Even from where he stood—even in a silence fraught by nerves—Khalid could see a suspicious mist forming over Jalal’s eyes.
It iced the blood in his veins.
“You think I can’t beat you?” Jalal strode closer, brandishing his scimitar. “Or is this guilt? Finally a show of guilt for someone besides yourself?”
“Guilt for what?” Khalid took in a ragged breath, fighting to maintain his preserve. “What did I do?”
The silence stretched inexorably thin.
Jalal licked his bleeding lip. “You never did forgive me for sending her away, did you?” His voice was hoarse, scratched. Defeated. “For asking that boy to take her with him?”
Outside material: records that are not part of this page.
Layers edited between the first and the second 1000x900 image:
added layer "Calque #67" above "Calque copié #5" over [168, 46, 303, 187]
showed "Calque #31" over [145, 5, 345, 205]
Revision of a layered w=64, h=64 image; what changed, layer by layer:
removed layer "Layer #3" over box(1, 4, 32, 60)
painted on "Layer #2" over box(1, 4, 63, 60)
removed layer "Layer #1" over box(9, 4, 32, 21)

At that, Khalid’s hand dropped from his shamshir. Though this was a far cry from explaining his cousin’s behavior, at least they were no longer on the cusp of disaster.
“I told you there was nothing to forgive. And I meant it.”
“Then why did you do it?” Jalal’s sword fell to his side, but his face remained knotted by anger.
“What are you talking about?” Any more of these continued vagaries, and it would be a struggle for Khalid to keep his temper.
Jalal considered Khalid, clearly searching for signs of artifice.
“Despina.”
Everything around Khalid stilled. Even the very air around him swirled to a sudden halt.
“You sent her away,” Jalal whispered, his tone hollow. “After I confided in you. You must have known of whom I was speaking. Or my father must have asked you to send her away. And you did it. Without question.” He took a slow step forward. Then another. “In the end, family is nothing to you. I . . . am nothing to you.”